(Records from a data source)
↓↓↓

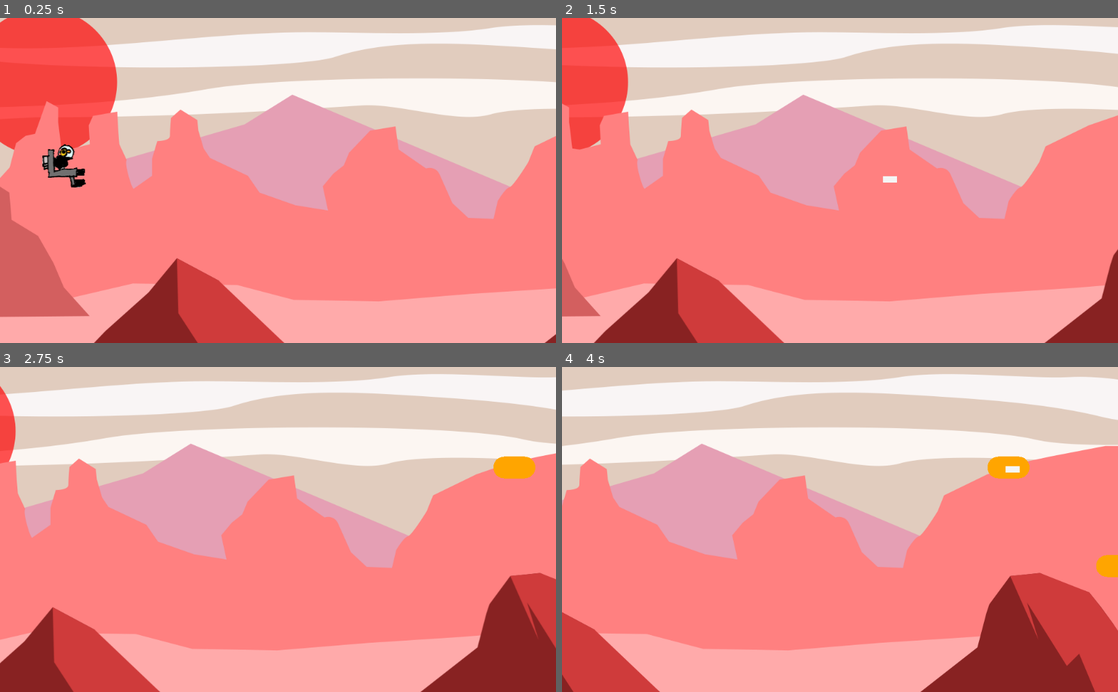
Above: before the commit, frames 1-4 (two rows, left to right).
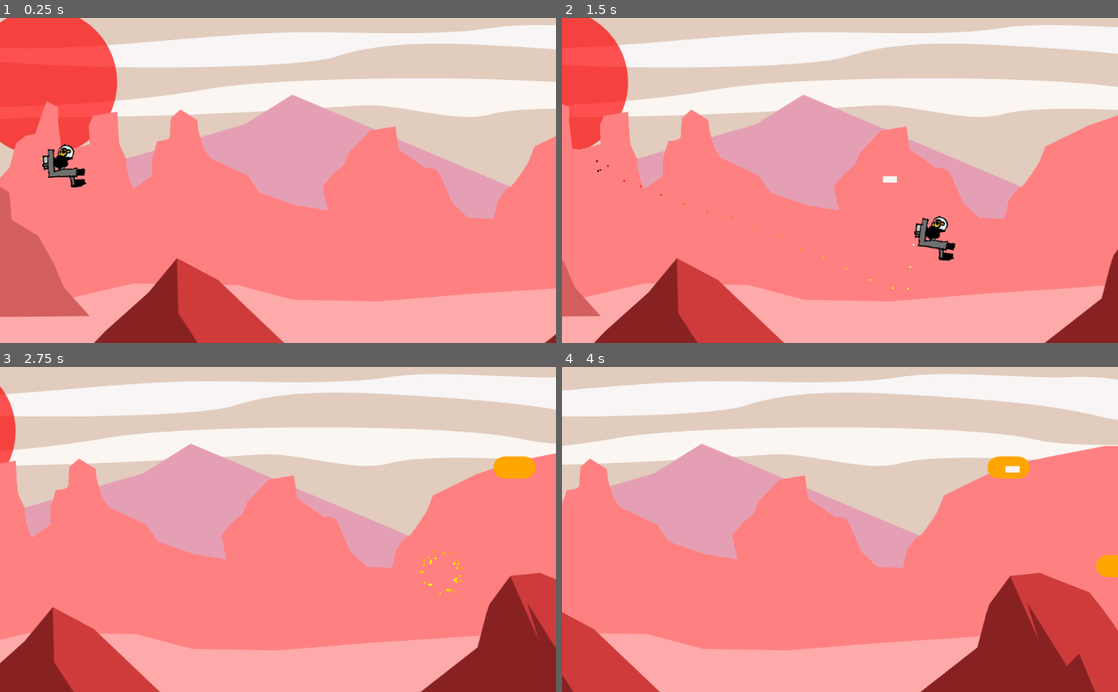
Above: after the commit, the same moments.

Repository: the-g-force/FamJam-January2021
Game: Godot game, scene res://src/Level.tscn
Same seed, same stepped clock (60 frames per second), same inputs: the game is played once before the commit and once after it.
Inputs:
- Up to frame 1 (0.25 s): no input
- Up to frame 2 (1.5 s): tap Enter at 0.5 s; hold D (move_right) 0.53-1.28 s; tap Space (fire) at 0.6, 1.35 s; hold S (move_down) from 1.28 s (still down)
- Up to frame 3 (2.75 s): release S (move_down) at 2.03 s; hold D (move_right) from 2.03 s (still down); tap Space (fire) at 2.1 s
- Up to frame 4 (4 s): release D (move_right) at 2.78 s; hold W (move_up) 2.78-3.53 s; tap Space (fire) at 2.85, 3.6 s; hold A (move_left) from 3.53 s (still down)

The runs differ from the first frame. In frame 1, less than 0.1% of the frame differs, in the area x 7-16%, y 40-53%; in frame 2, 0.6%, in the area x 6-71%, y 43-84%; in frame 3, 0.1%; in frame 4, nothing differs.

Commit message:
Add explosions and death effects

Diff:
--- a/project/src/Alien.gd
+++ b/project/src/Alien.gd
@@ -17,8 +17,7 @@
 	var velocity := Vector2(-delta*speed, 0)
 	var collision := move_and_collide(velocity)
 	if collision!=null:
-		emit_signal("destroyed", self)
-		queue_free()
+		damage()
 
 
 func _draw():
@@ -42,4 +41,7 @@
 
 func damage():
 	emit_signal("destroyed", self)
+	var _explosion:Node2D = load("res://src/Explosion.tscn").instance()
+	_explosion.position = get_global_transform().origin
+	get_tree().get_root().add_child(_explosion)
 	queue_free()
--- a/project/src/Duck.gd
+++ b/project/src/Duck.gd
@@ -6,41 +6,52 @@
 export var max_speed := 15
 
 var _velocity := Vector2.ZERO
+var exploding := false
+var _time_elapsed :float
 
 onready var _DuckBullet := load("res://src/DuckBullet.tscn")
 onready var _bullet_spawn_point := $BulletSpawnPoint
+onready var _explosionfollow := $Explosionpath/PathFollow2D
 
 func _physics_process(delta):
-	var direction := Vector2.ZERO
+	if not exploding:
+		var direction := Vector2.ZERO
 
-	if Input.is_action_pressed("move_up"):
-		direction.y -= 1
-	if Input.is_action_pressed("move_down"):
-		direction.y += 1
-	if Input.is_action_pressed("move_left"):
-		direction.x -= 1
-	if Input.is_action_pressed("move_right"):
-		direction.x += 1
-	direction = direction.normalized()
+		if Input.is_action_pressed("move_up"):
+			direction.y -= 1
+		if Input.is_action_pressed("move_down"):
+			direction.y += 1
+		if Input.is_action_pressed("move_left"):
+			direction.x -= 1
+		if Input.is_action_pressed("move_right"):
+			direction.x += 1
+		direction = direction.normalized()
 
-	if direction.length_squared() == 0:
-		_velocity = Vector2.ZERO
+		if direction.length_squared() == 0:
+			_velocity = Vector2.ZERO
 
-	_velocity += direction * speed * delta
-	_velocity = _velocity.clamped(max_speed)
-	_velocity.y += gravity * delta
+		_velocity += direction * speed * delta
+		_velocity = _velocity.clamped(max_speed)
+		_velocity.y += gravity * delta
 
-	var collision := move_and_collide(_velocity)
-	if collision != null:
-		print("Dead")
-		queue_free()
+		var collision := move_and_collide(_velocity)
+		if collision != null:
+			damage()
 
-	if Input.is_action_just_pressed("fire"):
-		var bullet : Node2D = _DuckBullet.instance()
-		bullet.position = position + $BulletSpawnPoint.position
-		get_parent().add_child(bullet)
+
+		if Input.is_action_just_pressed("fire"):
+			var bullet : Node2D = _DuckBullet.instance()
+			bullet.position = position + $BulletSpawnPoint.position
+			get_parent().add_child(bullet)
+	elif exploding:
+		_time_elapsed += delta
+		_explosionfollow.unit_offset = lerp(0,1,_time_elapsed)
+		if _time_elapsed >= 0.9:
+			var _explosion:Node2D = load("res://src/Explosion.tscn").instance()
+			_explosion.position = $Explosionpath/PathFollow2D/Sprite.get_global_transform().origin
+			get_tree().get_root().add_child(_explosion)
+			queue_free()
 
 
 func damage():
-	print("quack")
-	queue_free()
+	exploding = true
--- a/project/src/Duck.tscn
+++ b/project/src/Duck.tscn
@@ -1,10 +1,19 @@
-[gd_scene load_steps=4 format=2]
+[gd_scene load_steps=6 format=2]
 
 [ext_resource path="res://src/Duck.gd" type="Script" id=1]
 [ext_resource path="res://assets/duck.png" type="Texture" id=2]
 
 [sub_resource type="RectangleShape2D" id=1]
 extents = Vector2( 33, 38 )
+
+[sub_resource type="Curve2D" id=2]
+_data = {
+"points": PoolVector2Array( 0, 0, 0, 0, 0, 0, -49.9467, -92.7581, 49.9467, 92.7581, 58.9734, -142.028, -9.51366, 66.5956, 9.51366, -66.5956, -24.2711, -182.461, -41.6222, -1.18921, 41.6222, 1.18921, 70.8654, -268.084, 48.7575, 23.7841, -48.7575, -23.7841, 146.975, -138.46, 0, 0, 0, 0, 125.569, -75.4323 )
+}
+
+[sub_resource type="Gradient" id=3]
+offsets = PoolRealArray( 0, 0.192053, 0.516556, 0.81457, 1 )
+colors = PoolColorArray( 1, 1, 1, 1, 1, 1, 0, 1, 1, 0.505882, 0, 1, 1, 0, 0, 1, 0, 0, 0, 1 )
 
 [node name="Duck" type="KinematicBody2D"]
 collision_mask = 3
@@ -16,5 +25,24 @@
 [node name="BulletSpawnPoint" type="Node2D" parent="."]
 position = Vector2( 33, 9 )
 
-[node name="Sprite" type="Sprite" parent="."]
+[node name="Explosionpath" type="Path2D" parent="."]
+curve = SubResource( 2 )
+
+[node name="PathFollow2D" type="PathFollow2D" parent="Explosionpath"]
+rotation = -1.52581
+
+[node name="CPUParticles2D" type="CPUParticles2D" parent="Explosionpath/PathFollow2D"]
+position = Vector2( 6.85476, -36.4076 )
+rotation = 1.52193
+scale = Vector2( 1, 1 )
+amount = 20
+local_coords = false
+direction = Vector2( -1, 0 )
+gravity = Vector2( 0, 0 )
+initial_velocity = 20.0
+scale_amount = 3.0
+color_ramp = SubResource( 3 )
+
+[node name="Sprite" type="Sprite" parent="Explosionpath/PathFollow2D"]
+rotation = 1.52193
 texture = ExtResource( 2 )
--- /dev/null
+++ b/project/src/Explosion.gd
@@ -0,0 +1,9 @@
+extends CPUParticles2D
+
+
+func _ready():
+	emitting = true
+
+
+func _on_Timer_timeout():
+	queue_free()
--- /dev/null
+++ b/project/src/Explosion.tscn
@@ -0,0 +1,28 @@
+[gd_scene load_steps=4 format=2]
+
+[ext_resource path="res://src/Explosion.gd" type="Script" id=1]
+
+[sub_resource type="Curve" id=1]
+max_value = 2.0
+_data = [ Vector2( 0, 1.49773 ), 0.0, 0.0, 0, 0, Vector2( 0.5, 0.988636 ), 0.0, 0.0, 0, 0, Vector2( 1, 2 ), 0.0, 0.0, 0, 0 ]
+
+[sub_resource type="Gradient" id=2]
+offsets = PoolRealArray( 0, 0.139073, 0.291391, 0.562914, 0.781457, 1 )
+colors = PoolColorArray( 0, 0.671875, 1, 1, 1, 1, 1, 1, 0.992188, 1, 0, 1, 1, 0.585938, 0, 1, 1, 0, 0, 1, 0, 0, 0, 1 )
+
+[node name="Explosion" type="CPUParticles2D"]
+emitting = false
+amount = 30
+one_shot = true
+explosiveness = 0.8
+spread = 180.0
+gravity = Vector2( 0, 0 )
+initial_velocity = 80.0
+scale_amount = 4.0
+scale_amount_curve = SubResource( 1 )
+color_ramp = SubResource( 2 )
+script = ExtResource( 1 )
+
+[node name="Timer" type="Timer" parent="."]
+autostart = true
+[connection signal="timeout" from="Timer" to="." method="_on_Timer_timeout"]

↑↑↑

• **ASSIGNMENT**
Tally up the lines in the data that hold the word "null". Only the total should be given.

• **OUTPUT**
5